*Exercise prompt:* Lines with the string "background" are to be identified in the listing and copied.
☆ ☆ ☆
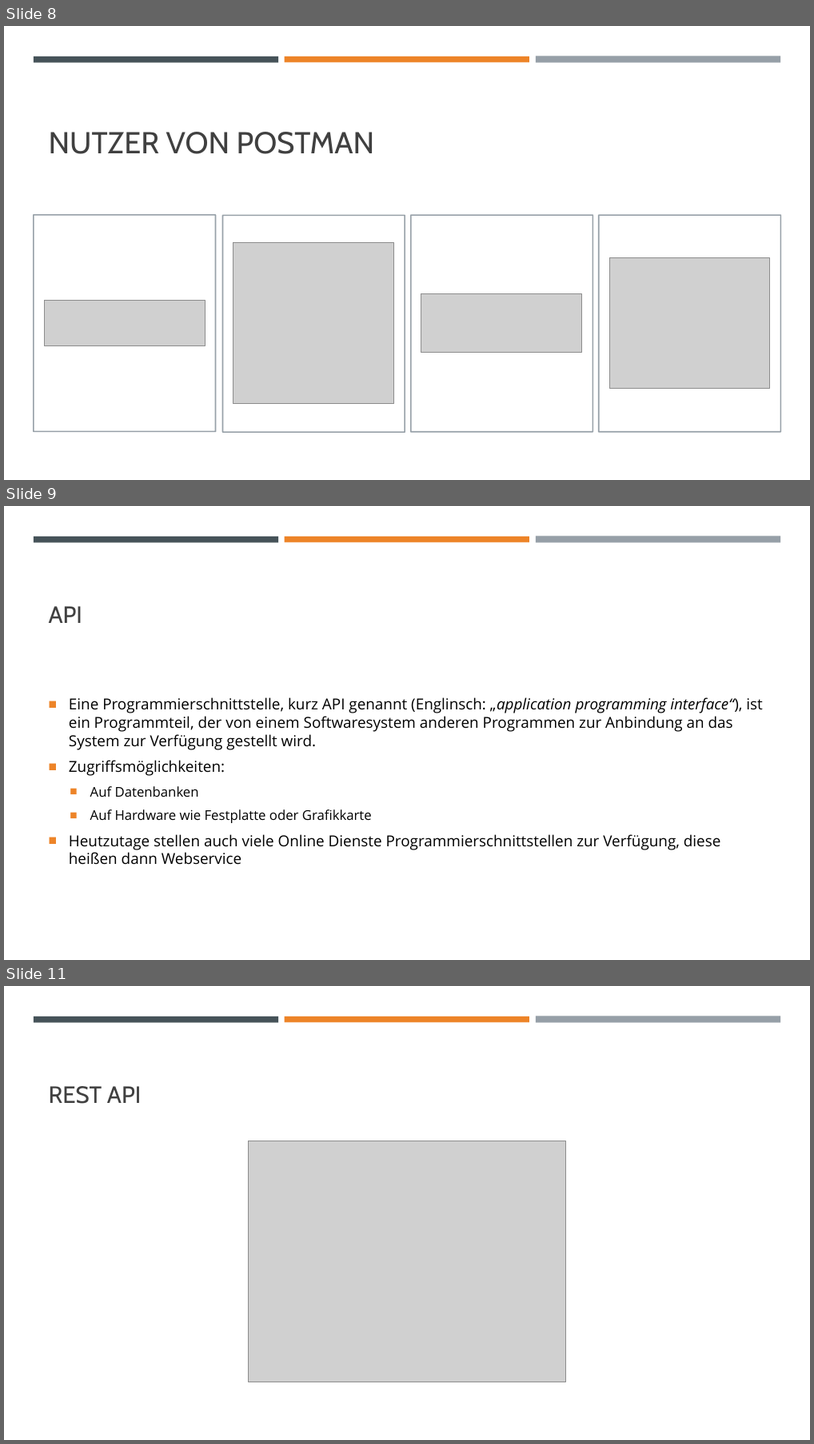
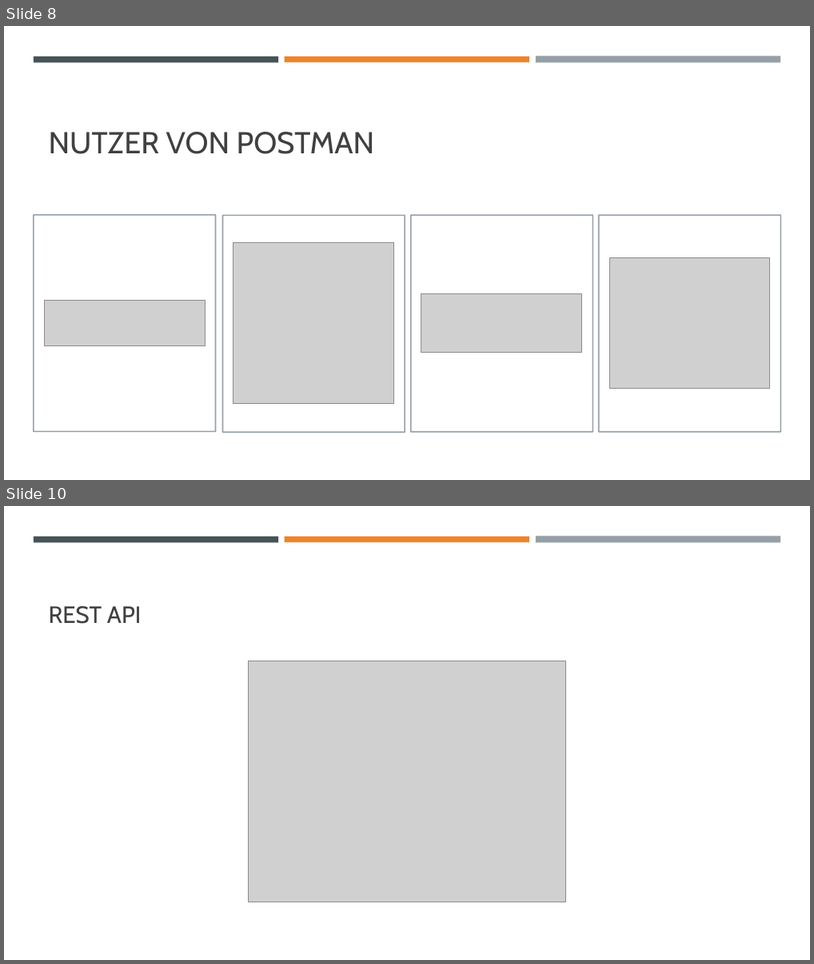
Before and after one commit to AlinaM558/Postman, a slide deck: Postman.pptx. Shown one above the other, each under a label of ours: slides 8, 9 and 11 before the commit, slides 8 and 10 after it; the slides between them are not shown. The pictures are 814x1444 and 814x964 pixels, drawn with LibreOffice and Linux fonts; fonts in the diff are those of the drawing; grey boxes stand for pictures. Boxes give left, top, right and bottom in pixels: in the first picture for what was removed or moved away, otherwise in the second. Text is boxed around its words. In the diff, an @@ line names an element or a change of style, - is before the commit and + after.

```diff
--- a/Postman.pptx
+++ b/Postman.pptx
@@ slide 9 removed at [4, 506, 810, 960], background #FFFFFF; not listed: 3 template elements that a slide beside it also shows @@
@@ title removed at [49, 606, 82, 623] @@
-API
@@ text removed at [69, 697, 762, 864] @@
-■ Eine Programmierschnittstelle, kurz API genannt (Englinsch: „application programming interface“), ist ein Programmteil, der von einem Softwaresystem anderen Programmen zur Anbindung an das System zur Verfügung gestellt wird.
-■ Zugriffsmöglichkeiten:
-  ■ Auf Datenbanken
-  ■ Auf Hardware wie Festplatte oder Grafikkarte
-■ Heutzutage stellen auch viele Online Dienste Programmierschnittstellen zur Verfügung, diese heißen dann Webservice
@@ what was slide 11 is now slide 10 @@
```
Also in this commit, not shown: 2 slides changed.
☆ ☆ ☆
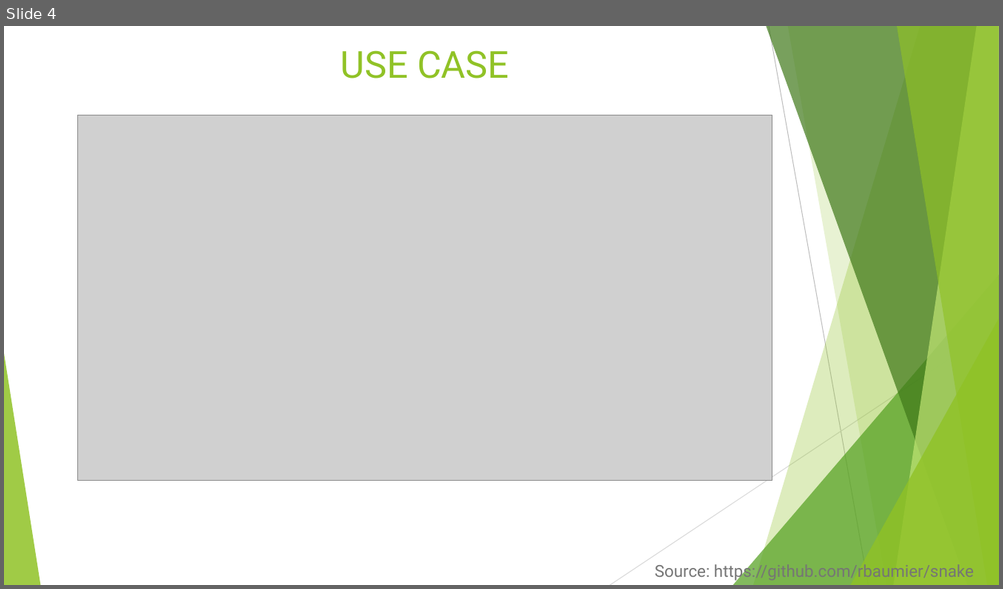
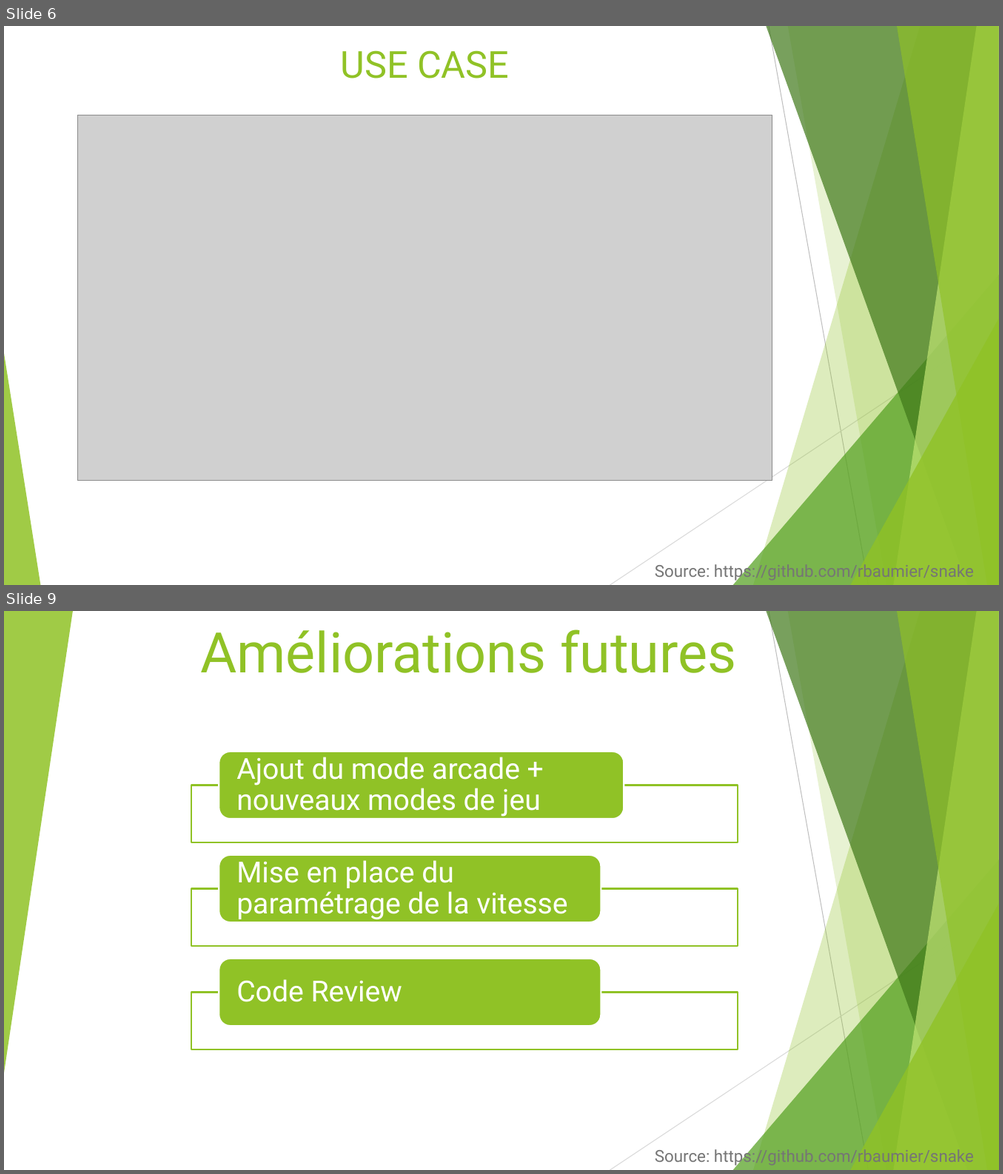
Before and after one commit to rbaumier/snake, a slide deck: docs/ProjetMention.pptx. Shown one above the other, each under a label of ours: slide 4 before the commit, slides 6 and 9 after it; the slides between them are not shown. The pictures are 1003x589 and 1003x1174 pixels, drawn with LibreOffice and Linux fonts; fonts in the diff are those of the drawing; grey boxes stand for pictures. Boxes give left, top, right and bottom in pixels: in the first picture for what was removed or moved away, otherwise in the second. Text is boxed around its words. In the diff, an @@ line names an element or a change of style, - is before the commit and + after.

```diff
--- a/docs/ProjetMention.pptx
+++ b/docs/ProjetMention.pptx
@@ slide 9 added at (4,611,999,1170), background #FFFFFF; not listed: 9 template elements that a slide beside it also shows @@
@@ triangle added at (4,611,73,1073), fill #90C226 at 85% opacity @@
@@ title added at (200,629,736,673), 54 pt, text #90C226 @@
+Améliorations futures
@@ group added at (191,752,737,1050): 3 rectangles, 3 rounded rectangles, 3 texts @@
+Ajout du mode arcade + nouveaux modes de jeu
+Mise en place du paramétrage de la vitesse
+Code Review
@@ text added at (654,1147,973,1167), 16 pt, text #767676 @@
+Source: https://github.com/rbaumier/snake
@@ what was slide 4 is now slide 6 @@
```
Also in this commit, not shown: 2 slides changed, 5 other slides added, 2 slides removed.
☆ ☆ ☆
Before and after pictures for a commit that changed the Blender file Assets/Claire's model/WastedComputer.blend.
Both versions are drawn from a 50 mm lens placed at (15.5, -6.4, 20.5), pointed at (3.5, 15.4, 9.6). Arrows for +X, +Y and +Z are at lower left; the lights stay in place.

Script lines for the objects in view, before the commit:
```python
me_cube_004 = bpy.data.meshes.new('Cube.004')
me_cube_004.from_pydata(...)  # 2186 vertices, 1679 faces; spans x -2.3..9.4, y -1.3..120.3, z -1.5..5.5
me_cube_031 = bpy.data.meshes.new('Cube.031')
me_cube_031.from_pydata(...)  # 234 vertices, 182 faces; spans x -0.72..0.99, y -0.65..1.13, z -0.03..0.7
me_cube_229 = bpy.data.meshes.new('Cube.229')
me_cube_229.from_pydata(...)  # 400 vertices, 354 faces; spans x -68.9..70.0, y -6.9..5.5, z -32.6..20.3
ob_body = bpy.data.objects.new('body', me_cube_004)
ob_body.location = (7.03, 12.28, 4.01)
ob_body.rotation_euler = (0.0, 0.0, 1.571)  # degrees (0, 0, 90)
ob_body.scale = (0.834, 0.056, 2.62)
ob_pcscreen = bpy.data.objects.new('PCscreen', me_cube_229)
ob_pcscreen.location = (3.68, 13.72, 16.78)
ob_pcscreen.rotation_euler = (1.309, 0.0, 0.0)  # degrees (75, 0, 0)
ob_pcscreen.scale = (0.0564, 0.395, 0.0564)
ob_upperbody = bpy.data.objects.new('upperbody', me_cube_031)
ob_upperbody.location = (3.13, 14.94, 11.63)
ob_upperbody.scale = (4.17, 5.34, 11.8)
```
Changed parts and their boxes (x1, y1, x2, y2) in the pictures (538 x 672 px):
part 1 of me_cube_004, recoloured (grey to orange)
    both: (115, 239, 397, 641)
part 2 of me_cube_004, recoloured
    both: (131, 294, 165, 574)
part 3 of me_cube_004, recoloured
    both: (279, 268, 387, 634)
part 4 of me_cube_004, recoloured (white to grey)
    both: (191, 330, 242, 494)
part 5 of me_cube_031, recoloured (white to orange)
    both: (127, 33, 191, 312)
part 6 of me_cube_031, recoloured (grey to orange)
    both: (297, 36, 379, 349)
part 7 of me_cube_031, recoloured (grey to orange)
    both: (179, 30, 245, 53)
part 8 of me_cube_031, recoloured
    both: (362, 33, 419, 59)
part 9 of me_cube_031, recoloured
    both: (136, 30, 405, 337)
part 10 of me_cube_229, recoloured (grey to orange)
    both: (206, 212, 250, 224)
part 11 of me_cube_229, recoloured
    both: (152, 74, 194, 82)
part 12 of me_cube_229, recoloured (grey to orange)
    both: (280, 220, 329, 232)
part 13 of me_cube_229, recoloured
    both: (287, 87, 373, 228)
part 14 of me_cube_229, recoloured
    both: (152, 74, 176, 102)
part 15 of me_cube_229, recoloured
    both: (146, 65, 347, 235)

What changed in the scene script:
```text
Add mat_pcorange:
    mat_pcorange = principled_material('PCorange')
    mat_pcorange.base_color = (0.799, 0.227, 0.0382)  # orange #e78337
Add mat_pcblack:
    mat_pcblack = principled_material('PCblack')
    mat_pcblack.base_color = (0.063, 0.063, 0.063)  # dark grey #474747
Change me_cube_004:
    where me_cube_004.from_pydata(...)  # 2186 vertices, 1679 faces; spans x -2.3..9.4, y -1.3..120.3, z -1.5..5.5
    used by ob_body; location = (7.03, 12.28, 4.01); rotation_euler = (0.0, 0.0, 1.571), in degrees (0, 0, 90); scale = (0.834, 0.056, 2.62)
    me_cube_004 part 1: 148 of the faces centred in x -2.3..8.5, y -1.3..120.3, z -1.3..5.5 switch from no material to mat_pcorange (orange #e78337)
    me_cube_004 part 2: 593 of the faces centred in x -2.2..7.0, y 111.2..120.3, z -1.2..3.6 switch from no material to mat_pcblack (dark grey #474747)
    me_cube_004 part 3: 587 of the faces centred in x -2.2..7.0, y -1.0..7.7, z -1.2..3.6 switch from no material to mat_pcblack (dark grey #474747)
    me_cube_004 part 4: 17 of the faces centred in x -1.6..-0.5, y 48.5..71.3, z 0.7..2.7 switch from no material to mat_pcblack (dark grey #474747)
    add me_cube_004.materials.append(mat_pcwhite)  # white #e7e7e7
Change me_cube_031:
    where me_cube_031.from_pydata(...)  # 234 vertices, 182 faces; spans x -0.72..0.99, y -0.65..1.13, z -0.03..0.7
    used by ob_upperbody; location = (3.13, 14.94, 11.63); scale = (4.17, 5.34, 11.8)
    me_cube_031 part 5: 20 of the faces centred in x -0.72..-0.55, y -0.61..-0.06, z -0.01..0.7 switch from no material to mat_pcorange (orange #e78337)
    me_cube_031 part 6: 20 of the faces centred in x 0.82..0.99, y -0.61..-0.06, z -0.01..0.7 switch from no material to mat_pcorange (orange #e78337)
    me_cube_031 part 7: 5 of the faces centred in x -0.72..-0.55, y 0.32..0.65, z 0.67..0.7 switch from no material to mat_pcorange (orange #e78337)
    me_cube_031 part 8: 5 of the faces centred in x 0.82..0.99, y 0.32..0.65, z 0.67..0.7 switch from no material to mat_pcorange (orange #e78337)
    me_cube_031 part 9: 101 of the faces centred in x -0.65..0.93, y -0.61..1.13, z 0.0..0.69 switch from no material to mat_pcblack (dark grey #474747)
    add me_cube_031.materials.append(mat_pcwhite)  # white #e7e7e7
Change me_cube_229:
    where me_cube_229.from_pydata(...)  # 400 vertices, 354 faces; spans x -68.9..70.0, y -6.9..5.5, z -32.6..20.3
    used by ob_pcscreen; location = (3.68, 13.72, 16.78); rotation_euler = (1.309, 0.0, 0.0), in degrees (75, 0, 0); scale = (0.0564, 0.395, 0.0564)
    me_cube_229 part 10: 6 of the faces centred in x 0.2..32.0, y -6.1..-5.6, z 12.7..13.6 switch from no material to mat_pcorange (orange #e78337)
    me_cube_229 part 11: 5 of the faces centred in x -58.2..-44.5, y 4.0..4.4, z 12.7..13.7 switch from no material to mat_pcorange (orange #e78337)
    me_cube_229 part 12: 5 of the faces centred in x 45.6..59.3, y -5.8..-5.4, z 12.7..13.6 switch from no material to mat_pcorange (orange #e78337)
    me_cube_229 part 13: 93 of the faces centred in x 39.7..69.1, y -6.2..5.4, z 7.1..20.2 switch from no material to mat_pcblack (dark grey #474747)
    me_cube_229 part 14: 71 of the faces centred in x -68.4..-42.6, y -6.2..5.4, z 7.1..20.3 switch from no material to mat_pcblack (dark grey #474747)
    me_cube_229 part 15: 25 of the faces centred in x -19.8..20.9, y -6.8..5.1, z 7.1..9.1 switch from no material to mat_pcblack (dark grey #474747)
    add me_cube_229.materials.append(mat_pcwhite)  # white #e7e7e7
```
☆ ☆ ☆
*Task result:*
@@ slide 9 removed at [4, 506, 810, 960], background #FFFFFF; not listed: 3 template elements that a slide beside it also shows @@
@@ slide 9 added at (4,611,999,1170), background #FFFFFF; not listed: 9 template elements that a slide beside it also shows @@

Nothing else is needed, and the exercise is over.